The New Woman International brings together different generations of scholars and curators who are experts in gender, photography, literature, mass media, and film to analyze the New Woman from her inception in the later nineteenth century through her full development in the interwar period, and the expansion of her forms in subsequent decades. Arranged both chronologically and thematically, these essays show how controversial female ideals figured in discourses including those on gender norms, race, technology, sexuality, female agency, science, media representation, modernism, commercial culture, internationalism, colonialism, and transnational modernity. In exploring these topics through images that range from montages to newspapers' halftone prints to film stills, this book investigates the terms of gendered representation as a process in which women were as much agents as allegories. Inaugurating a new chapter in the scholarship of representation and New Womanhood and spanning North America, Western and Eastern Europe, Asia, and the colonial contexts of Africa and the Pacific, this volume reveals the ways in which a feminine ideal circled the globe to be translated into numerous visual languages.
With a foreword from the eminent feminist art historian Linda Nochlin, this collection includes contributions by Jan Bardsley, Matthew Biro, Gianna Carotenuto, Melody Davis, Kristine Harris, Karla Huebner, Kristen Lubben, Maria Makela, Elizabeth Otto, Martha H. Patterson, Vanessa Rocco, Clare I. Rogan, Despina Stratigakos, Brett M. Van Hoesen, Kathleen M. Vernon, and Lisa Jaye Young.
"In The New Woman International, editors Elizabeth Otto and Vanessa Rocco have gathered a group of intellectually stimulating and provocative essays that present the emergence, both tentative and triumphant, of this new global icon and her increasingly multicultural image. Written largely by historians of art and film, these essays emphasize visual analysis of the photographic and film media that carried the new woman's influential message."
—Norma Broude, American University
"The New Woman International focuses on the New Woman not simply as an image to be analyzed but also as a producer of images and text. This groundbreaking anthology represents a theoretically sophisticated set of essays that thoroughly examine the phenomenon of the New Woman in previously unexplored ways."
—Sarah E. Chinn, Hunter College, CUNY
Cover illustration: Germaine Krull, Self-Portrait, 1925. Gelatin silver print 20.5 × 15.1 cm. Pinakothek der Moderne, Munich, Foundation Ann and Jürgen Wilde © Museum Folkwang, Essen, Germany.

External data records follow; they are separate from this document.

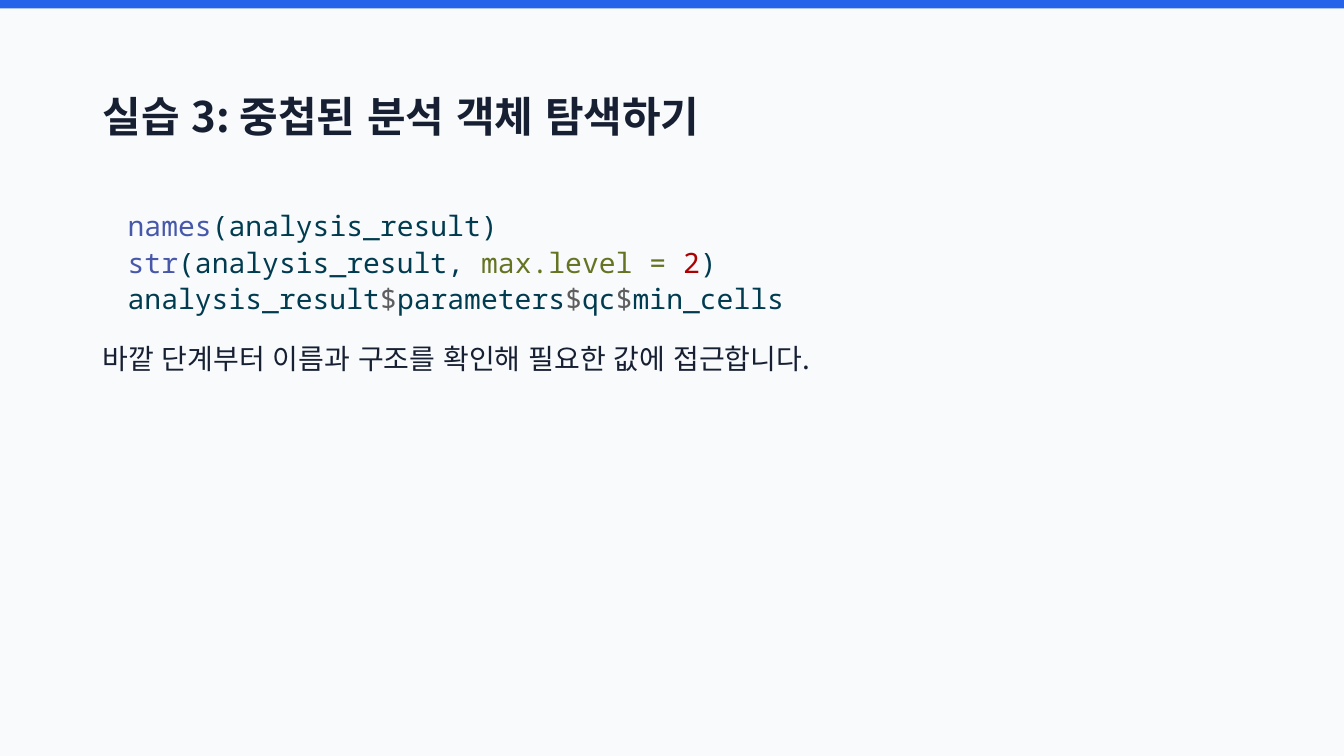
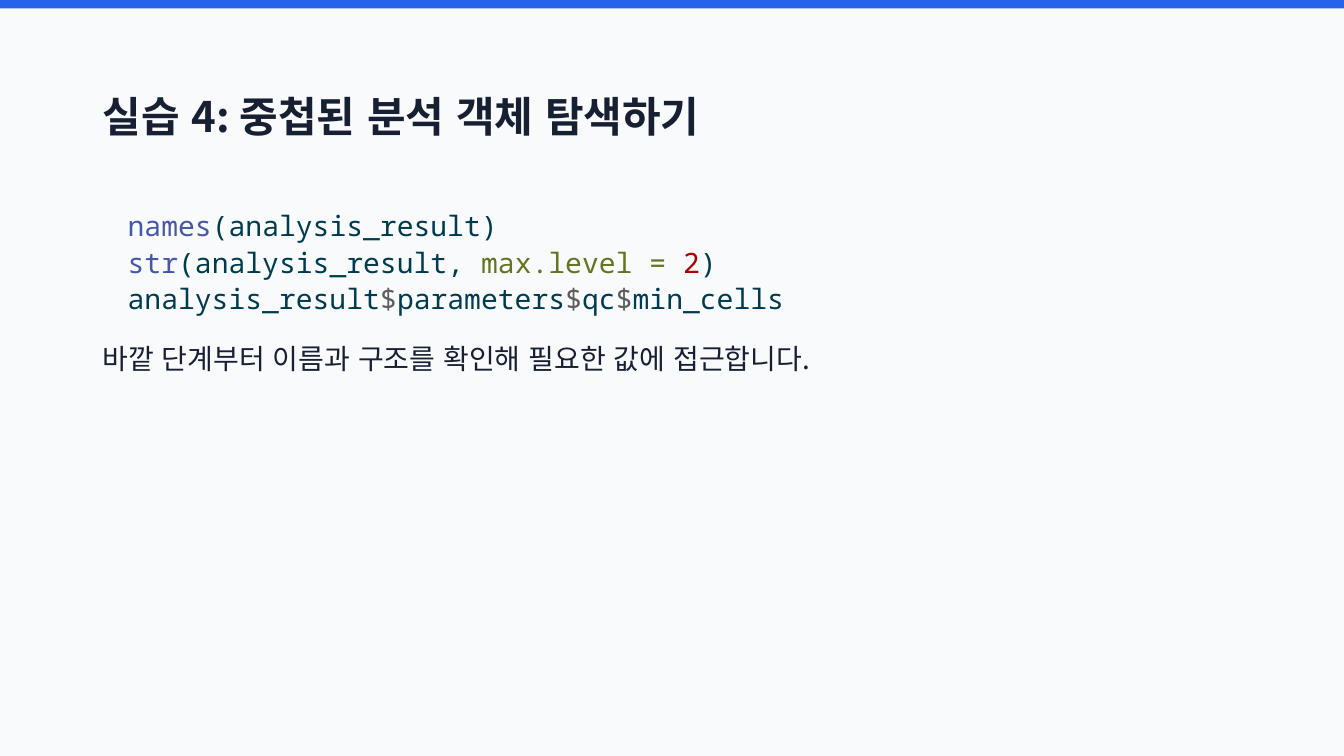
Before and after one commit to joonion/r-programming-basic, a slide deck: slide 70 of slides/11_packages_lists_and_objects.pptx (slide 65 before the commit). Drawn at 1344x756 pixels with LibreOffice and Linux fonts; fonts in the diff are those of the drawing. Boxes give left, top, right and bottom in pixels: in the first picture for what was removed or moved away, otherwise in the second. Text is boxed around its words. In the diff, an @@ line names an element or a change of style, - is before the commit and + after.

```diff
--- a/slides/11_packages_lists_and_objects.pptx
+++ b/slides/11_packages_lists_and_objects.pptx
@@ title at [102,96,699,136]: text changed @@
-실습 3: 중첩된 분석 객체 탐색하기
+실습 4: 중첩된 분석 객체 탐색하기
```
Also in this commit, not shown: 4 other slides changed, 6 slides added, 19 other files.

"The New Woman International reveals the complicated web of intentions, receptions, and conditions of women around the world as formulated by emergent reproductive technology."
—Brooklyn Rail
"This book is particularly relevant in this current era, in which it is more important than ever for us to be adept at analyzing messages in visual media. This is a necessary and potent text for anyone interested in visual culture and feminism."
—International Center for Photography
"The New Woman International delivers an exciting, fresh, and diverse examination of the imagery, consumer culture, metropolitan life, and technology that gave rise to startlingly innovative feminine symbols that changed gender norms."
—Afterimage
"For readers interested in feminist modernism and popular culture, the editors have assembled truly stellar examples of new methodologies in book history, periodical studies, global modernisms, film studies and multimedia studies."
—The Latchkey Journal of New Woman Studies
"The New Woman International has accomplished an enviable level of coherence, organization, and balance. It covers a broad geographic and historical range while maintaining a tight thematic and theoretical focus; it encompasses diverse scholarly approaches and manages to bring them into a coherent and meaningful conversation with each other; and finally, it succeeds in producing a true interdisciplinary polyphony, without losing sight of the unifying subject of study: the role of the New Woman in the technology-based visual arts of film and photography. It is not difficult to imagine that all of the contributions to this volume, including the excellent introductory essay, could become required reading for students in a variety of disciplines: the visual arts, German studies, and women’s studies."
—German Studies Review
Copyright © 2011, University of Michigan. All rights reserved.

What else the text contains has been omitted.